Most enthusiasts have their preferred brand and model of instant ramen. Mine is from the Korean brand Nongshim. It’s called Premium Shin Black with beef bone broth and is sold in packs of four that cost over $15. It’s also extremely spicy, although that’s not mentioned anywhere on the package. Another great Nongshim product is Spicy Seafood. For me, ramen has to be spicy. If the block I’m working with isn’t, I have to customize it with my own level of spiciness.


Green Ramen

Ingredients

  • 1 pack of Nongshim Premium Shin Black with beef bone broth or instant ramen of your choice
  • Various cooked vegetables, ideally three of the following: kale, pak choy, gai long, mustard leaves, spinach, chard…
  • 1 or two eggs
  • Mayo, hoisin, soy sauce, hot sauce, etc.
  • Coriander, basil, chives or spring onions to garnish

Instructions

Clean and chop 4-6 cups of greens. Crack the egg(s) into a small bowl.

Pour 4 cups of water into a saucepan with a lid. Add the contents of the flavor packets from the instant ramen package to the still cold water. Place the noodle block on top. Turn the heat to high. Put the lid on.
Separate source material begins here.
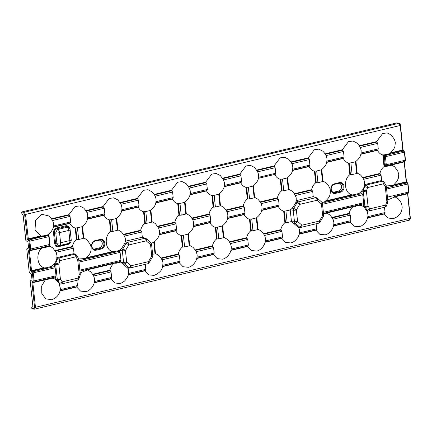 <?xml version="1.0" encoding="UTF-8"?>
<svg xmlns="http://www.w3.org/2000/svg" width="432" height="432" viewBox="0 0 432 432"><rect width="100%" height="100%" fill="white"/><g stroke="black" fill="none" stroke-linecap="round" stroke-linejoin="round"><path stroke-width="0.65" d="M56.144 228.069A0.815 0.454 76.6 0 0 56.533 228.868L57.953 229.451L67.219 227.248A3.256 2.738 -32.2 0 1 69.649 228.404L68.542 226.838L66.717 226.449L56.533 228.868L54.778 230.105L54.383 232.443L53.455 232.54L54.054 229.662L56.144 228.069L66.328 225.65L68.645 226.201L69.817 228.706M70.826 241.812L70.411 242.746L68.321 244.339L58.142 246.758A0.815 0.454 76.6 0 1 58.369 246.056L68.553 243.643L69.984 242.806A3.256 3.256 0 0 0 71.215 239.9L70.135 229.792A3.256 3.256 0 0 0 69.649 228.404L69.649 228.404M56.435 245.651L58.369 246.056L59.67 245.538A3.256 1.949 68.2 0 1 56.884 243.135L55.804 233.026L54.383 232.443L55.582 243.653L56.435 245.651A0.815 0.427 -49.3 0 0 55.82 246.213L54.653 243.751L56.884 243.135A3.256 0.599 -6.1 0 0 60.599 242.741L69.865 240.543L68.785 230.434L59.519 232.637L60.599 242.741A3.256 1.82 76.6 0 1 59.67 245.538L68.942 243.335A3.256 3.127 51.9 0 0 69.984 242.806M70.135 229.792A3.256 0.599 -6.1 0 1 68.785 230.434A3.256 1.82 76.6 0 0 67.219 227.248L66.717 226.449A0.815 0.454 76.6 0 1 66.328 225.65M393.914 185.566A1.22 0.702 83.2 0 0 393.881 185.539L393.401 185.171L393.914 185.566L393.282 186.16L386.456 187.774L407.198 182.86A0.653 0.464 -52.5 0 1 407.527 182.92L406.48 181.705L406.21 181.834L404.19 161.671A0.653 0.545 63.3 0 0 404.287 161.633L404.287 161.633A0.653 0.545 63.3 0 0 404.374 161.573M44.971 268.369L45.047 267.872L46.656 267.716L46.564 268.472L44.971 268.369A1.22 0.659 70.3 0 1 45.009 268.402M49.016 236.558L49.064 236.272A0.815 0.286 157.9 0 0 48.967 236.196L48.184 235.283L48.303 236.012L48.044 235.602L43.346 236.72L41.537 236.552L41.645 236.045L42.293 235.904L43.254 235.888L43.216 236.423L48.184 235.283L48.303 236.012L48.325 235.58L49.064 236.272A0.815 0.286 157.9 0 1 48.784 236.65L29.857 241.148L30.715 249.183L30.359 250.231L29.441 250.96L31.558 270.783L33.259 272.97L34.117 281.005L33.761 282.058L32.843 282.782L35.462 307.298L410.114 218.354L407.592 193.493A0.653 0.545 63.3 0 0 407.689 193.455L407.689 193.455A0.653 0.545 63.3 0 0 407.776 193.401M41.645 236.045L41.456 236.093A0.405 0.275 -55.8 0 1 41.18 236.309L43.346 236.72M389.907 154.44L389.632 153.657L385.052 154.742L385.106 155.255L390.496 153.722A1.22 0.702 83.2 0 0 390.479 153.711L389.999 153.344L390.506 153.706L390.458 154.202L384.89 155.677L384.329 156.956L383.546 156.422L384.739 155.385L385.09 155.261L385.447 156.724L384.399 156.562M95.056 240.629L100.316 239.382A4.903 3.969 -81.1 0 1 104.787 243.232A4.903 3.969 -81.1 0 1 101.342 248.967L96.082 250.214A4.903 3.969 -81.1 0 1 91.606 246.364A4.903 3.969 -81.1 0 1 95.056 240.629A0.653 0.362 76.6 0 1 94.829 241.202C92.437 241.828 89.608 246.888 94.235 249.502A4.255 3.445 98.9 0 0 95.661 249.529L94.1 249.102A4.072 3.294 -81.1 0 1 93.523 249.178M340.594 192.164L335.335 193.417A4.903 3.969 -81.1 0 1 330.863 189.562A4.903 3.969 -81.1 0 1 334.309 183.827L339.568 182.579A4.903 3.969 -81.1 0 1 344.045 186.43A4.903 3.969 -81.1 0 1 340.594 192.164A0.653 0.362 -103.4 0 0 340.173 191.479L338.618 191.057A4.072 3.294 98.9 0 0 341.474 186.295A4.072 3.294 98.9 0 0 339.277 183.168L334.136 184.383M32.27 281.939L33.226 281.075L32.368 273.035L30.667 270.848L28.55 251.024L28.868 250.112L29.824 249.248L28.966 241.213L27.265 239.026L24.646 214.51L23.69 213.046L21.6 212.641L22.086 214.169L23.112 214.904L25.844 240.462L27.977 242.174L28.598 247.984L26.773 249.145L29.246 272.29L31.379 274.001L32 279.806L30.17 280.967L32.902 306.531L31.747 307.584L31.838 308.437L33.901 308.605A0.653 0.518 94.7 0 0 34.495 309.118L35.462 307.298L34.571 307.368L31.952 282.852L32.27 281.939A0.653 0.524 64.6 0 0 32.978 282.431L45.781 279.391A0.405 0.329 -115.4 0 1 46.094 279.488L47.66 278.759L47.909 279.434C50.668 277.868 53.325 277.938 55.868 279.65L55.55 276.885L47.66 278.759M94.1 249.102L99.36 247.855A4.072 3.294 -81.1 0 0 102.233 244.031A4.072 3.294 -81.1 0 0 100.019 239.971M332.775 192.38A4.072 3.294 98.9 0 0 333.358 192.305L338.618 191.057M78.689 239.495L83.268 238.405L82.015 226.687L77.436 227.777L78.689 239.495L76.426 239.614C74.363 241.294 73.003 243.578 72.338 246.461L73.462 248.2L56.014 252.342M53.233 227.313L69.871 223.366C71.096 225.796 72.868 227.335 75.184 227.983L77.436 227.777M51.678 266.339C57.829 261.268 56.927 256.732 56.894 255.02L55.982 252.277L52.839 247.946L49.567 246.051M367.648 217.933L384.286 213.98L388.147 218.052L393.374 218.608C400.837 215.935 401.814 210.767 402.197 207.23L401.69 204.174C401.706 204.147 400.982 201.728 398.034 198.628L394.67 196.711M333.466 226.049L350.109 222.097L353.97 226.168L359.192 226.719L361.676 225.763L363.847 224.213L366.271 221.206L367.54 218.311L368.021 215.39L367.513 212.301L366.584 210.287L367.114 210.2A2.441 1.879 81.1 0 0 368.804 211.005L368.804 211.005A2.441 1.879 81.1 0 0 368.923 210.978A2.441 1.361 -103.4 0 0 368.987 210.967A2.441 1.361 -103.4 0 0 369.841 208.813L385.711 205.043L386.872 201.56L385.268 186.586L383.443 183.811A2.441 1.069 -33.4 0 0 384.064 182.245L385.889 185.02A2.441 1.069 146.6 0 1 385.268 186.586A2.441 0.448 173.9 0 0 386.278 186.106A2.441 2.441 0 0 0 385.889 185.02M299.29 234.16L315.927 230.213L319.788 234.284L325.015 234.835C328.028 234.484 332.159 230.683 333.364 226.427C333.871 224.24 333.995 222.734 333.725 221.918L333.337 220.417C333.358 220.396 332.635 217.966 329.675 214.855L326.651 213.03L352.939 206.788C351.049 208.462 349.79 210.654 349.175 213.37L350.298 215.109L332.851 219.251M265.108 242.276L281.75 238.324L285.611 242.395L290.833 242.951L293.317 241.99L295.488 240.44L297.913 237.433L299.182 234.538L299.549 230.029L298.571 227.162M230.931 250.393L247.568 246.44L251.429 250.511L256.657 251.062C259.675 250.717 263.801 246.91 265.005 242.654C265.513 240.462 265.637 238.961 265.367 238.145L264.973 236.639C264.994 236.612 264.271 234.187 261.317 231.088L258.044 229.187M196.749 258.503L213.392 254.556L217.253 258.628L222.475 259.178C225.493 258.827 229.624 255.026 230.823 250.765C231.336 248.578 231.455 247.077 231.19 246.262L230.796 244.75C230.812 244.723 230.089 242.298 227.14 239.198L223.868 237.303M162.572 266.62L179.21 262.672L183.071 266.738L188.298 267.295C191.317 266.944 195.442 263.142 196.646 258.881C197.154 256.694 197.278 255.193 197.008 254.372L196.614 252.866C196.636 252.839 195.912 250.414 192.958 247.315L189.686 245.414M128.39 274.736L145.033 270.783L148.894 274.855L154.116 275.405C159.284 273.056 162.059 270.275 162.448 267.052C163.069 263.876 163.064 261.841 162.427 260.95C162.437 260.906 161.708 258.503 158.782 255.431L155.509 253.53M94.214 282.847L110.851 278.899L114.712 282.971L119.939 283.522L122.418 282.56L124.594 281.016L127.019 278.008L128.288 275.114L128.65 270.605L127.678 267.737M60.032 290.963L76.675 287.015L80.536 291.082L85.757 291.638C88.776 291.287 92.902 287.485 94.106 283.23C94.619 281.038 94.738 279.536 94.473 278.721L94.079 277.22C94.1 277.193 93.377 274.763 90.423 271.658L87.394 269.833L113.686 263.59C111.791 265.259 110.538 267.457 109.917 270.173L111.04 271.912L93.598 276.053M46.1 279.239L45.328 279.817L41.661 285.989L41.796 293.387L45.63 298.782L51.581 299.749C59.044 297.081 60.021 291.913 60.404 288.376L59.011 283.387L55.868 279.65M387.752 199.886L394.286 197.203L394.378 196.441L395.069 196.387L394.799 197.068M394.929 196.501L408.294 193.136L394.378 196.441M224.402 185.414L241.547 181.348L240.959 175.808L223.511 179.95M215.406 207.036L219.985 205.951L218.732 194.233L214.153 195.318L215.406 207.036L213.143 207.155C211.081 208.834 209.72 211.118 209.056 214.007L210.179 215.746L192.731 219.888M222.788 178.627L240.133 174.506L239.836 174.069L245.948 165.985L250.457 165.364L254.518 167.438L257.656 171.763L258.568 174.512C258.563 176.234 259.6 180.749 253.201 185.933M258.579 177.304L275.729 173.232L275.135 167.692L257.693 171.833M249.588 198.92L254.162 197.834L252.909 186.116L248.335 187.202L249.588 198.92L247.32 199.044C245.257 200.718 243.896 203.002 243.238 205.891L244.355 207.63L226.913 211.772M274.266 166.39L256.959 170.5L274.315 166.396L274.012 165.953L280.125 157.869L284.634 157.248L288.695 159.322C291.622 162.394 292.351 164.803 292.34 164.84L292.804 166.795C292.691 171.455 292.275 173.556 287.377 177.817M292.761 169.187L309.906 165.116L309.317 159.575L291.87 163.717M283.765 190.804L288.344 189.718L287.091 178L282.512 179.086L283.765 190.804L281.502 190.928C279.439 192.607 278.078 194.886 277.414 197.775L278.537 199.514L261.09 203.656M291.146 162.4L308.491 158.279L308.194 157.837L314.307 149.753L318.816 149.137L322.877 151.211C325.804 154.283 326.533 156.686 326.522 156.73L326.981 158.679C326.873 163.345 326.452 165.44 321.559 169.706M326.938 161.071L344.088 157.005L343.494 151.465L326.052 155.606M317.947 182.693L322.52 181.607L321.268 169.889L316.694 170.975L317.947 182.693L315.679 182.812C313.616 184.491 312.255 186.775 311.596 189.664L312.714 191.403L295.272 195.545M361.12 152.96L378.265 148.889L377.676 143.348L360.229 147.49M352.123 174.577L356.702 173.491L355.45 161.773L350.87 162.859L352.123 174.577L349.861 174.701C343.219 179.485 344.412 192.931 351.659 194.789L352.501 195.032L325.183 201.517M342.625 150.163L325.318 154.273L342.673 150.163L342.371 149.726L348.484 141.642L352.993 141.021L357.053 143.095C359.98 146.167 360.709 148.57 360.698 148.613L361.163 150.563C361.049 155.228 360.634 157.329 355.736 161.59M391.581 164.608L386.251 165.953L386.305 166.46L390.884 165.375L390.992 164.581L391.559 164.479L391.397 165.24M393.282 186.16L393.034 185.479L386.257 185.954M384.064 182.245A2.441 2.441 0 0 0 383.195 181.445L383.195 181.445A2.441 1.993 118.7 0 0 382.018 181.278L380.959 180.7L381.656 180.684L381.073 175.171L363.631 179.312M364.084 184.858L364.748 184.545L366.147 185.047A2.441 1.723 109.7 0 0 364.592 186.619L364.149 186.462M380.959 180.7L364.748 184.545M326.668 162.4L343.305 158.447C344.531 160.882 346.302 162.421 348.619 163.069L350.87 162.859M362.502 189.972L363.436 190.102L364.592 186.619A2.441 0.292 -161.6 0 1 367.573 187.58A2.441 1.361 -103.4 0 0 366.147 185.047L382.018 181.278A2.441 1.361 -103.4 0 1 383.443 183.811L367.573 187.58L366.412 191.063A2.441 0.292 -161.6 0 0 363.436 190.102A2.441 1.685 98.1 0 0 363.301 191.344L361.805 191.128L361.789 190.793M357.183 173.016L360.455 174.917C363.377 177.984 364.106 180.382 364.095 180.425L364.565 182.401C364.473 187.072 363.938 189.178 359.289 193.309L354.272 194.686L354.348 195.399L352.609 194.87L354.272 194.686M361.805 191.128L362.065 193.568L354.348 195.399M325.004 201.668L324.745 202.43L324.67 201.712L322.207 202.7M324.745 202.43L362.075 193.574L362.777 194.74L363.636 202.775L363.172 203.85L363.425 206.291L364.9 206.312A2.441 1.728 90.9 0 0 365.288 207.43L364.3 207.414L366.898 211.199L368.804 211.005A2.441 2.441 0 0 0 368.987 210.967L384.858 207.198A2.441 1.361 -103.4 0 0 385.711 205.043A2.441 0.292 -161.6 0 1 386.613 205.594L387.769 202.111A2.441 0.292 -161.6 0 0 386.872 201.56A2.441 0.448 173.9 0 0 387.882 201.08L386.278 186.106M296.206 200.659L313.189 196.625L312.714 191.403M287.167 222.631L291.454 221.519L290.223 209.984L285.914 210.913L287.167 222.631L284.904 222.75C282.841 224.429 281.48 226.714 280.816 229.603L281.939 231.341L264.492 235.483M290.223 209.984L292.28 208.219L295.731 202.873C296.39 199.638 296.39 197.57 295.736 196.657C295.753 196.614 295.018 194.216 292.097 191.149L288.824 189.248M261.981 209.126L279.131 205.054L278.537 199.514M252.99 230.747L257.564 229.657L256.311 217.939L251.737 219.029L252.99 230.747L250.722 230.866C248.659 232.546 247.298 234.83 246.634 237.719L247.757 239.452L230.315 243.594M227.799 217.242L244.949 213.17L244.355 207.63M218.808 238.858L223.387 237.773L222.134 226.055L217.555 227.14L218.808 238.858L216.545 238.982C214.483 240.656 213.122 242.941 212.458 245.83L213.581 247.568L196.133 251.71M231.201 249.064L248.351 244.993L247.757 239.452M265.383 240.953L282.528 236.882L281.939 231.341M298.777 227.723L291.454 221.519M323.53 213.592L325.922 213.43L325.847 212.711L326.192 212.792M355.45 205.686L355.525 206.404L353.824 206.231L355.45 205.686L363.166 203.855L325.847 212.711M333.742 224.721L350.887 220.649L350.298 215.109M355.525 206.404C358.29 204.838 360.941 204.908 363.479 206.62L363.425 206.291M367.918 216.61L385.069 212.539L384.469 207.025M299.56 232.837L316.71 228.766L316.067 223.582M326.381 212.771L353.851 206.469M390.031 153.392L393.622 149.494L394.902 146.605L395.339 142.452L394.367 139.293L391.235 134.978L387.175 132.905L382.666 133.526L376.553 141.61L376.801 142.047L359.5 146.156M48.125 234.619C54.567 229.37 53.471 224.91 53.487 223.182L52.585 220.46L49.442 216.124L41.909 214.288L35.559 220.271L35.03 229.851L41.18 236.309L28.372 239.35L29.257 239.954L29.857 241.148L28.966 241.213M82.301 226.503C87.199 222.242 87.615 220.142 87.728 215.482L87.264 213.527C87.275 213.489 86.546 211.081 83.619 208.008L79.558 205.934L75.049 206.555L68.936 214.639L69.19 215.077L51.883 219.186L69.19 215.077M116.483 218.392C122.882 213.208 121.846 208.694 121.851 206.966L120.938 204.217L117.801 199.897L113.74 197.824L109.231 198.439L103.118 206.523L103.367 206.966L86.065 211.07M150.66 210.276C155.558 206.015 155.974 203.915 156.087 199.249L155.623 197.3C155.633 197.257 154.904 194.854 151.978 191.781L147.917 189.707L143.408 190.328L137.295 198.412L137.549 198.85L120.242 202.959M184.842 202.16C191.241 196.981 190.204 192.467 190.21 190.739L189.297 187.99L186.16 183.665L182.099 181.591L177.59 182.212L171.477 190.296L171.725 190.733L154.424 194.843M219.019 194.049C225.418 188.865 224.381 184.351 224.386 182.623L223.479 179.874L220.336 175.554L216.275 173.48L211.766 174.096L205.654 182.18L205.907 182.617L188.6 186.727M393.433 185.22L397.019 181.321L398.299 178.438L398.741 174.285L397.764 171.11L394.632 166.806L391.273 164.889M324.961 201.528C329.848 197.267 330.269 195.178 330.383 190.517L329.918 188.541C329.929 188.498 329.195 186.1 326.273 183.033L323.222 181.197M386.305 166.46L384.037 166.585C381.974 168.264 380.614 170.543 379.955 173.432L381.073 175.171M360.844 154.283L377.482 150.336C378.707 152.766 380.479 154.305 382.795 154.953L385.052 154.742M292.486 170.51L309.123 166.563C310.349 168.993 312.12 170.537 314.437 171.18L316.694 170.975M261.711 210.454L278.348 206.501C279.569 208.937 281.34 210.476 283.657 211.118L285.914 210.913M274.779 174.323C275.989 176.947 277.819 178.605 280.26 179.296L282.512 179.086M256.603 217.755C261.646 213.257 261.83 211.523 262.03 206.761L261.56 204.773C261.571 204.73 260.842 202.333 257.915 199.26L254.642 197.359M224.127 186.743L240.764 182.79C241.99 185.225 243.761 186.764 246.078 187.412L248.335 187.202M222.421 225.871C227.47 221.373 227.653 219.64 227.848 214.877L227.378 212.884C227.394 212.846 226.66 210.443 223.738 207.376L220.466 205.475M227.529 218.565L244.166 214.618C245.392 217.048 247.163 218.587 249.48 219.235L251.737 219.029M396.981 122.872L22.059 211.88L24.143 212.285L398.876 123.32A0.653 0.535 -76.7 0 1 399.082 123.32L396.981 122.872L398.876 123.32L400.189 125.496L25.537 214.445L28.372 239.35A0.653 0.443 -55.8 0 0 27.794 240.057M31.838 308.437L32.292 308.956L34.495 309.118M21.6 212.641L22.059 211.88M359.505 146.167L376.801 142.047M313.189 196.625L316.775 197.867A2.441 1.96 117.2 0 0 315.657 197.726L313.67 196.711M291.805 221.778L294.467 221.724A2.441 1.739 88.8 0 0 295.213 223.247A2.441 1.285 -49.3 0 0 297.583 221.443L301.946 225.202A2.441 1.285 130.7 0 1 299.576 227.011A2.441 1.922 81.3 0 0 300.899 227.394L300.899 227.394A2.441 1.922 81.3 0 0 301.023 227.372A2.441 1.361 76.6 0 0 301.088 227.356L318.454 223.236A2.441 1.361 76.6 0 1 318.384 223.247L301.158 227.34M292.28 208.219L293.63 208.456A2.441 1.674 100 0 0 293.242 210.254L290.525 209.779M296.158 201.042L298.296 201.852A2.441 1.766 110.7 0 0 296.995 202.862L293.63 208.456A2.441 0.643 31 0 1 296.357 209.979L297.583 221.443A2.441 0.448 -6.1 0 1 294.467 221.724L293.242 210.254A2.441 0.448 -6.1 0 0 296.357 209.979L299.722 204.385A2.441 0.643 31 0 0 296.995 202.862L295.861 202.435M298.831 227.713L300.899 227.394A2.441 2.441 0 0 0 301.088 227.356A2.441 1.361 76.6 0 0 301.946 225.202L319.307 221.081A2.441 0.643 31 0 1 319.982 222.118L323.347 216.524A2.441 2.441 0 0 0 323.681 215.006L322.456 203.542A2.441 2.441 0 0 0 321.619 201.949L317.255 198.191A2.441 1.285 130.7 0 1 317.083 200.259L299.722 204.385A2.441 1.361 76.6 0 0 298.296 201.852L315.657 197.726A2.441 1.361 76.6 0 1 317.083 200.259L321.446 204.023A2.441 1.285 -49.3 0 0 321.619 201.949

When the ramen is rolling, add the vegetables, spreading them out so they are evenly spread over the noodles. Gently pour the egg(s) on top of the vegetables to ensure they are stable. Replace the lid and cook for 2 minutes. Turn off the heat and assess. You don’t want to overcook the egg. Or maybe you do. Cooking eggs is a personal matter. If you think the egg needs a little more cooking, put the lid on for another minute.

At this point, the lettuce will have formed a mat on top of the noodles. Using a spatula or wide spoon, scoop the lettuce and eggs into a bowl. Then, using a fork or chopsticks, add as many noodles as you want to eat to the bowl.

Before eating, pour the remaining broth into a separate container, such as a small pot or cup. Don’t leave extra noodles in the broth like a novice. They will soak it up and become too mushy to be of any use.

Finally, decorate your bowl with garnishes and sauces. Chopped chives or coriander. Hoisin sauce. Vegenaise, mayonnaise.